I highly doubt MJW is a "hammerer". There are roofers and there are nailers. Problem with this software is that it takes no knowledge of the industry whatsoever in order to operate it. I am sure I could have my fiance up and running out xactimate estimates tomorrow. The software I use it all behind the scenes. My costs are all stored in my head (and the computer). The most successful companies in my area do not run any of this software because they UNDERSTAND the business. By the way, doing work for Xactimates prices is nothing to be happy about.


----------



## MJW (Jan 27, 2006)

We put our own company to work. We don't work for other Contractors. They ask, but why work under someone for less. Never understood the cheap subs. Is it that hard to get the job AND do the job? I'm sure your location dictates a lot of how you run your business. 
It's easier to sell when you can show someone in your own hands how to do something rather than just saying "the guys will get er done right quick". I've installed J channel around windows, flashed skylights, trimmed interiors, etc... in front of the pickiest of homeowners. This is after telling them I can do the job. The next step is showing them. That makes you a Contractor, IMO.


----------



## ssroofpros (Jan 22, 2011)

MJW said:


> We put our own company to work. We don't work for other Contractors. They ask, but why work under someone for less. Never understood the cheap subs. Is it that hard to get the job AND do the job? I'm sure your location dictates a lot of how you run your business.
> It's easier to sell when you can show someone in your own hands how to do something rather than just saying "the guys will get er done right quick". I've installed J channel around windows, flashed skylights, trimmed interiors, etc... in front of the pickiest of homeowners. This is after telling them I can do the job. The next step is showing them. That makes you a Contractor, IMO.

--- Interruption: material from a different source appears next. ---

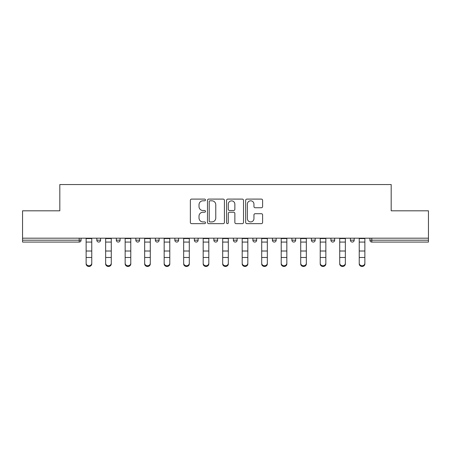 <?xml version="1.0" encoding="UTF-8"?>
<svg xmlns="http://www.w3.org/2000/svg" width="451" height="451" viewBox="0 0 451 451"><rect width="100%" height="100%" fill="white"/><g stroke="black" fill="none" stroke-linecap="round" stroke-linejoin="round"><path stroke-width="0.68" d="M205.493 199.956A0.857 0.857 0 0 0 204.636 199.094L191.59 199.094A1.229 1.229 0 0 0 190.367 200.323L190.367 222.416A1.229 1.229 0 0 0 191.59 223.645L204.636 223.645A0.857 0.857 0 0 0 205.493 222.783A0.857 0.857 0 0 0 204.636 221.926L202.944 221.926A3.929 3.929 0 0 1 199.021 217.996L199.021 216.159A3.929 3.929 0 0 1 202.944 212.229L204.636 212.229A0.857 0.857 0 0 0 205.493 211.372A0.857 0.857 0 0 0 204.636 210.51L202.944 210.51A3.929 3.929 0 0 1 199.021 206.581L199.021 204.743A3.929 3.929 0 0 1 202.944 200.813L204.636 200.813A0.857 0.857 0 0 0 205.493 199.956M261.371 207.748A1.229 1.229 0 0 0 262.6 206.524L262.6 200.323A1.229 1.229 0 0 0 261.371 199.094L246.889 199.094A1.229 1.229 0 0 0 245.66 200.323L245.66 222.416A1.229 1.229 0 0 0 246.889 223.645L261.371 223.645A1.229 1.229 0 0 0 262.6 222.416L262.6 214.93A1.229 1.229 0 0 0 261.371 213.701L255.17 213.701A1.229 1.229 0 0 0 253.947 214.93L253.947 218.645A3.281 3.281 0 0 1 250.66 221.926A3.281 3.281 0 0 1 247.379 218.645L247.379 204.1A3.281 3.281 0 0 1 250.66 200.813A3.281 3.281 0 0 1 253.947 204.1L253.947 206.524A1.229 1.229 0 0 0 255.17 207.748L261.371 207.748M22.55 238.19L22.55 210.809L59.814 210.809L59.814 184.549L391.186 184.549L391.186 210.809L428.45 210.809L428.45 238.19L22.55 238.19L22.55 240.191L79.196 240.191L79.196 238.19M224.423 200.323A1.229 1.229 0 0 0 223.2 199.094L208.717 199.094A1.229 1.229 0 0 0 207.488 200.323L207.488 222.416A1.229 1.229 0 0 0 208.717 223.645L223.2 223.645A1.229 1.229 0 0 0 224.423 222.416L224.423 200.323M227.8 199.094L242.283 199.094A1.229 1.229 0 0 1 243.512 200.323L243.512 222.416A1.229 1.229 0 0 1 242.283 223.645L236.087 223.645A1.229 1.229 0 0 1 234.858 222.416L234.858 213.458A1.229 1.229 0 0 0 233.629 212.229L229.52 212.229A1.229 1.229 0 0 0 228.291 213.458L228.291 222.783A0.857 0.857 0 0 1 227.434 223.645A0.857 0.857 0 0 1 226.577 222.783L226.577 200.323A1.229 1.229 0 0 1 227.8 199.094M79.196 242.069A1.877 1.877 0 0 0 81.073 240.191L79.196 240.191L79.196 242.069A1.877 1.877 0 0 0 81.073 240.191L81.073 238.19L81.073 240.191A1.877 1.877 0 0 1 79.196 242.069L22.55 242.069L22.55 240.191M428.45 238.19L428.45 242.069L371.804 242.069A1.877 1.877 0 0 1 369.927 240.191L369.927 238.19M96.83 238.19L96.83 240.191L96.83 238.19M98.701 242.069A1.877 1.877 0 0 1 96.83 240.191A1.877 1.877 0 0 0 98.701 242.069A1.877 1.877 0 0 0 100.579 240.191L100.579 238.19L100.579 240.191A1.877 1.877 0 0 1 98.701 242.069A1.877 1.877 0 0 1 96.83 240.191L100.579 240.191A1.877 1.877 0 0 1 98.701 242.069M116.335 238.19L116.335 240.191L116.335 238.19M120.084 238.19L120.084 240.191L120.084 238.19M135.841 238.19L135.841 240.191L135.841 238.19M139.596 238.19L139.596 240.191L139.596 238.19M155.347 240.191A1.877 1.877 0 0 0 157.224 242.069A1.877 1.877 0 0 0 159.102 240.191A1.877 1.877 0 0 1 157.224 242.069A1.877 1.877 0 0 0 159.102 240.191L159.102 238.19L159.102 240.191L155.347 240.191A1.877 1.877 0 0 0 157.224 242.069A1.877 1.877 0 0 1 155.347 240.191L155.347 238.19M174.858 238.19L174.858 240.191L174.858 238.19M178.607 238.19L178.607 240.191L178.607 238.19M194.364 240.191A1.877 1.877 0 0 0 196.241 242.069A1.877 1.877 0 0 0 198.113 240.191L198.113 238.19L198.113 240.191L194.364 240.191A1.877 1.877 0 0 0 196.241 242.069A1.877 1.877 0 0 1 194.364 240.191L194.364 238.19M213.87 238.19L213.87 240.191L213.87 238.19M217.624 238.19L217.624 240.191L217.624 238.19M233.376 238.19L233.376 240.191L233.376 238.19M237.13 238.19L237.13 240.191L237.13 238.19M252.887 238.19L252.887 240.191L252.887 238.19M256.636 238.19L256.636 240.191L256.636 238.19M272.393 238.19L272.393 240.191L272.393 238.19M276.142 238.19L276.142 240.191L276.142 238.19M291.898 238.19L291.898 240.191L291.898 238.19M295.653 238.19L295.653 240.191A1.877 1.877 0 0 1 293.776 242.069A1.877 1.877 0 0 1 291.898 240.191L295.653 240.191A1.877 1.877 0 0 1 293.776 242.069M311.404 238.19L311.404 240.191L311.404 238.19M315.159 238.19L315.159 240.191L315.159 238.19M330.916 238.19L330.916 240.191L330.916 238.19M334.665 238.19L334.665 240.191A1.877 1.877 0 0 1 332.787 242.069A1.877 1.877 0 0 1 330.916 240.191A1.877 1.877 0 0 0 332.787 242.069A1.877 1.877 0 0 1 330.916 240.191L334.665 240.191A1.877 1.877 0 0 1 332.787 242.069M354.17 238.19L354.17 240.191A1.877 1.877 0 0 1 352.299 242.069A1.877 1.877 0 0 1 350.421 240.191L350.421 238.19M118.213 242.069A1.877 1.877 0 0 1 116.335 240.191A1.877 1.877 0 0 0 118.213 242.069A1.877 1.877 0 0 0 120.084 240.191A1.877 1.877 0 0 1 118.213 242.069A1.877 1.877 0 0 1 116.335 240.191L120.084 240.191A1.877 1.877 0 0 1 118.213 242.069M137.718 242.069A1.877 1.877 0 0 1 135.841 240.191A1.877 1.877 0 0 0 137.718 242.069A1.877 1.877 0 0 0 139.596 240.191A1.877 1.877 0 0 1 137.718 242.069A1.877 1.877 0 0 1 135.841 240.191L139.596 240.191A1.877 1.877 0 0 1 137.718 242.069M176.73 242.069A1.877 1.877 0 0 1 174.858 240.191A1.877 1.877 0 0 0 176.73 242.069A1.877 1.877 0 0 0 178.607 240.191A1.877 1.877 0 0 1 176.73 242.069A1.877 1.877 0 0 1 174.858 240.191L178.607 240.191A1.877 1.877 0 0 1 176.73 242.069M215.747 242.069A1.877 1.877 0 0 1 213.87 240.191A1.877 1.877 0 0 0 215.747 242.069A1.877 1.877 0 0 0 217.624 240.191A1.877 1.877 0 0 1 215.747 242.069A1.877 1.877 0 0 1 213.87 240.191L217.624 240.191M235.253 242.069A1.877 1.877 0 0 1 233.376 240.191L237.13 240.191A1.877 1.877 0 0 1 235.253 242.069A1.877 1.877 0 0 0 237.13 240.191M254.759 242.069A1.877 1.877 0 0 1 252.887 240.191A1.877 1.877 0 0 0 254.759 242.069A1.877 1.877 0 0 0 256.636 240.191A1.877 1.877 0 0 1 254.759 242.069A1.877 1.877 0 0 1 252.887 240.191L256.636 240.191M274.27 242.069A1.877 1.877 0 0 1 272.393 240.191A1.877 1.877 0 0 0 274.27 242.069A1.877 1.877 0 0 0 276.142 240.191A1.877 1.877 0 0 1 274.27 242.069A1.877 1.877 0 0 1 272.393 240.191L276.142 240.191A1.877 1.877 0 0 1 274.27 242.069M313.282 242.069A1.877 1.877 0 0 1 311.404 240.191L315.159 240.191A1.877 1.877 0 0 1 313.282 242.069A1.877 1.877 0 0 0 315.159 240.191M210.065 200.813A0.857 0.857 0 0 0 209.208 201.676L209.208 221.069A0.857 0.857 0 0 0 210.065 221.926L211.846 221.926A3.929 3.929 0 0 0 215.775 217.996L215.775 204.743A3.929 3.929 0 0 0 211.846 200.813L210.065 200.813M234.858 204.156A3.281 3.281 0 0 0 231.577 200.875A3.281 3.281 0 0 0 228.291 204.156L228.291 209.281A1.229 1.229 0 0 0 229.52 210.51L233.629 210.51A1.229 1.229 0 0 0 234.858 209.281L234.858 204.156M86.135 258.158L86.135 263.215A2.813 2.554 0 0 0 91.762 263.215L91.762 263.903A2.813 2.554 180 0 1 86.135 263.903M91.762 258.158L91.762 263.903M91.762 263.215L91.762 238.19M86.135 263.215L86.135 238.19M105.641 258.158L105.641 263.215A2.813 2.554 0 0 0 108.454 265.769A2.813 2.554 0 0 0 111.273 263.215L111.273 263.903A2.813 2.554 180 0 1 105.641 263.903M111.273 258.158L111.273 263.903M125.152 258.158L125.152 263.215A2.813 2.554 0 0 0 130.779 263.215L130.779 263.903A2.813 2.554 180 0 1 125.152 263.903M130.779 258.158L130.779 263.903M144.658 258.158L144.658 263.215A2.813 2.554 0 0 0 150.284 263.215L150.284 263.903A2.813 2.554 180 0 1 144.658 263.903M150.284 258.158L150.284 263.903M164.164 258.158L164.164 263.215A2.813 2.554 0 0 0 169.79 263.215L169.79 263.903A2.813 2.554 180 0 1 164.164 263.903M169.79 258.158L169.79 263.903M183.67 258.158L183.67 263.215A2.813 2.554 0 0 0 186.483 265.769A2.813 2.554 0 0 0 189.302 263.215L189.302 263.903A2.813 2.554 180 0 1 183.67 263.903M189.302 258.158L189.302 263.903M111.273 263.215L111.273 238.19M105.641 263.215L105.641 238.19M130.779 263.215L130.779 238.19M125.152 263.215L125.152 238.19M150.284 263.215L150.284 238.19M144.658 263.215L144.658 238.19M169.79 263.215L169.79 238.19M164.164 263.215L164.164 238.19M189.302 263.215L189.302 238.19M183.67 263.215L183.67 238.19M203.181 258.158L203.181 263.215A2.813 2.554 0 0 0 208.807 263.215L208.807 263.903A2.813 2.554 180 0 1 203.181 263.903M208.807 258.158L208.807 263.903M208.807 263.215L208.807 238.19M203.181 263.215L203.181 238.19M222.687 258.158L222.687 263.215A2.813 2.554 0 0 0 228.313 263.215L228.313 263.903A2.813 2.554 180 0 1 222.687 263.903M228.313 258.158L228.313 263.903M228.313 263.215L228.313 238.19M222.687 263.215L222.687 238.19M242.193 258.158L242.193 263.215A2.813 2.554 0 0 0 247.819 263.215L247.819 263.903A2.813 2.554 180 0 1 242.193 263.903M247.819 258.158L247.819 263.903M247.819 263.215L247.819 238.19M242.193 263.215L242.193 238.19M261.698 258.158L261.698 263.215A2.813 2.554 0 0 0 264.517 265.769A2.813 2.554 0 0 0 267.33 263.215L267.33 263.903A2.813 2.554 180 0 1 261.698 263.903M267.33 258.158L267.33 263.903M267.33 263.215L267.33 238.19M261.698 263.215L261.698 238.19M281.21 258.158L281.21 263.215A2.813 2.554 0 0 0 286.836 263.215L286.836 263.903A2.813 2.554 180 0 1 281.21 263.903M286.836 258.158L286.836 263.903M286.836 263.215L286.836 238.19M281.21 263.215L281.21 238.19M300.716 258.158L300.716 263.215A2.813 2.554 0 0 0 306.342 263.215L306.342 263.903A2.813 2.554 180 0 1 300.716 263.903M306.342 258.158L306.342 263.903M306.342 263.215L306.342 238.19M300.716 263.215L300.716 238.19M320.221 258.158L320.221 263.215A2.813 2.554 0 0 0 325.847 263.215L325.847 263.903A2.813 2.554 180 0 1 320.221 263.903M325.847 258.158L325.847 263.903M325.847 263.215L325.847 238.19M320.221 263.215L320.221 238.19M339.727 258.158L339.727 263.215A2.813 2.554 0 0 0 342.546 265.769A2.813 2.554 0 0 0 345.359 263.215L345.359 263.903A2.813 2.554 180 0 1 339.727 263.903M345.359 258.158L345.359 263.903M345.359 263.215L345.359 238.19M339.727 263.215L339.727 238.19M359.238 258.158L359.238 263.215A2.813 2.554 0 0 0 364.865 263.215L364.865 263.903A2.813 2.554 180 0 1 359.238 263.903M364.865 258.158L364.865 263.903M364.865 263.215L364.865 238.19M359.238 263.215L359.238 238.19M371.804 238.19L371.804 240.191L428.45 240.191M369.927 240.191L371.804 240.191L371.804 242.069M196.241 242.069A1.877 1.877 0 0 0 198.113 240.191M352.299 242.069A1.877 1.877 0 0 0 354.17 240.191L350.421 240.191M86.135 251.015L91.762 251.015M86.135 257.476L91.762 257.476M86.135 242.069L91.762 242.069M86.135 238.568L91.762 238.568M105.641 251.015L111.273 251.015M105.641 257.476L111.273 257.476M105.641 242.069L111.273 242.069M105.641 238.568L111.273 238.568M125.152 251.015L130.779 251.015M125.152 257.476L130.779 257.476M125.152 242.069L130.779 242.069M125.152 238.568L130.779 238.568M144.658 251.015L150.284 251.015M144.658 257.476L150.284 257.476M144.658 242.069L150.284 242.069M144.658 238.568L150.284 238.568M164.164 251.015L169.79 251.015M164.164 257.476L169.79 257.476M164.164 242.069L169.79 242.069M164.164 238.568L169.79 238.568M183.67 251.015L189.302 251.015M183.67 257.476L189.302 257.476M183.67 242.069L189.302 242.069M183.67 238.568L189.302 238.568M203.181 251.015L208.807 251.015M203.181 257.476L208.807 257.476M203.181 242.069L208.807 242.069M203.181 238.568L208.807 238.568M222.687 251.015L228.313 251.015M222.687 257.476L228.313 257.476M222.687 242.069L228.313 242.069M222.687 238.568L228.313 238.568M242.193 251.015L247.819 251.015M242.193 257.476L247.819 257.476M242.193 242.069L247.819 242.069M242.193 238.568L247.819 238.568M261.698 251.015L267.33 251.015M261.698 257.476L267.33 257.476M261.698 242.069L267.33 242.069M261.698 238.568L267.33 238.568M281.21 251.015L286.836 251.015M281.21 257.476L286.836 257.476M281.21 242.069L286.836 242.069M281.21 238.568L286.836 238.568M300.716 251.015L306.342 251.015M300.716 257.476L306.342 257.476M300.716 242.069L306.342 242.069M300.716 238.568L306.342 238.568M320.221 251.015L325.847 251.015M320.221 257.476L325.847 257.476M320.221 242.069L325.847 242.069M320.221 238.568L325.847 238.568M339.727 251.015L345.359 251.015M339.727 257.476L345.359 257.476M339.727 242.069L345.359 242.069M339.727 238.568L345.359 238.568M359.238 251.015L364.865 251.015M359.238 257.476L364.865 257.476M359.238 242.069L364.865 242.069M359.238 238.568L364.865 238.568"/></g></svg>

I've done and do roofing..I've spent a few years of my life as a laborer to earn my officer position in my families business. I'm now VP at 23 and damn proud! I respect the trade work, as I've sweat just as you have..I'm sure you have more time in the business, but we gotta start somewhere rite..? My approach to this thread was to emphasize on contractor business productivity..software, or "own-ware" is very helpful when running a business in a competitive market.
Basically what I'm sayin is that not all contractors run around clueless as to what their trade is..most have the knowledge (if not WAY more) of the installers..BUT they almost always have overwhelming business skills compared to the installer..
Way to go though MJW..I'm happy to see the hard work is coming from MJW on both sides of the coin..! Just don't call out us contractors as a whole..odds are we've kept your food on the table at some point and time (no disrespect).? And if that's not true, I know we've done so for many MANY others (again no disrespect)..
Take care sir..best of luck with your new year!


----------



## MJW (Jan 27, 2006)

ssroofpros said:


> Just don't call out us contractors as a whole..odds are we've kept your food on the table at some point and time (no disrespect).? And if that's not true, I know we've done so for many MANY others (again no disrespect)..


I remember when I was a VP at 23 also. Not sure why your ego is so big though. You are young and already done working for a living? :no: That makes a person proud?


----------



## BamBamm5144 (Jul 12, 2008)

MJW said:


> I remember when I was a VP at 23 also. Not sure why your ego is so big though. You are young and already done working for a living? :no: That makes a person proud?


Yeah I was basically the same thing at 21. At 23 I started my own company and so far, so well.

I will say it again, computer software does help. Just not sure how much HO really care of how technologically advanced you are (and I am pretty advanced).

I don't think I have ever heard anyone say that they chose me because of my software. Usually I hear that my company was chosen because I was the most trusted.


----------



## ssroofpros (Jan 22, 2011)

MJW said:


> I remember when I was a VP at 23 also. Not sure why your ego is so big though. You are young and already done working for a living? :no: That makes a person proud?


I work for a living, and don't think I'll ever be done..? I'm proud sir..very proud!


----------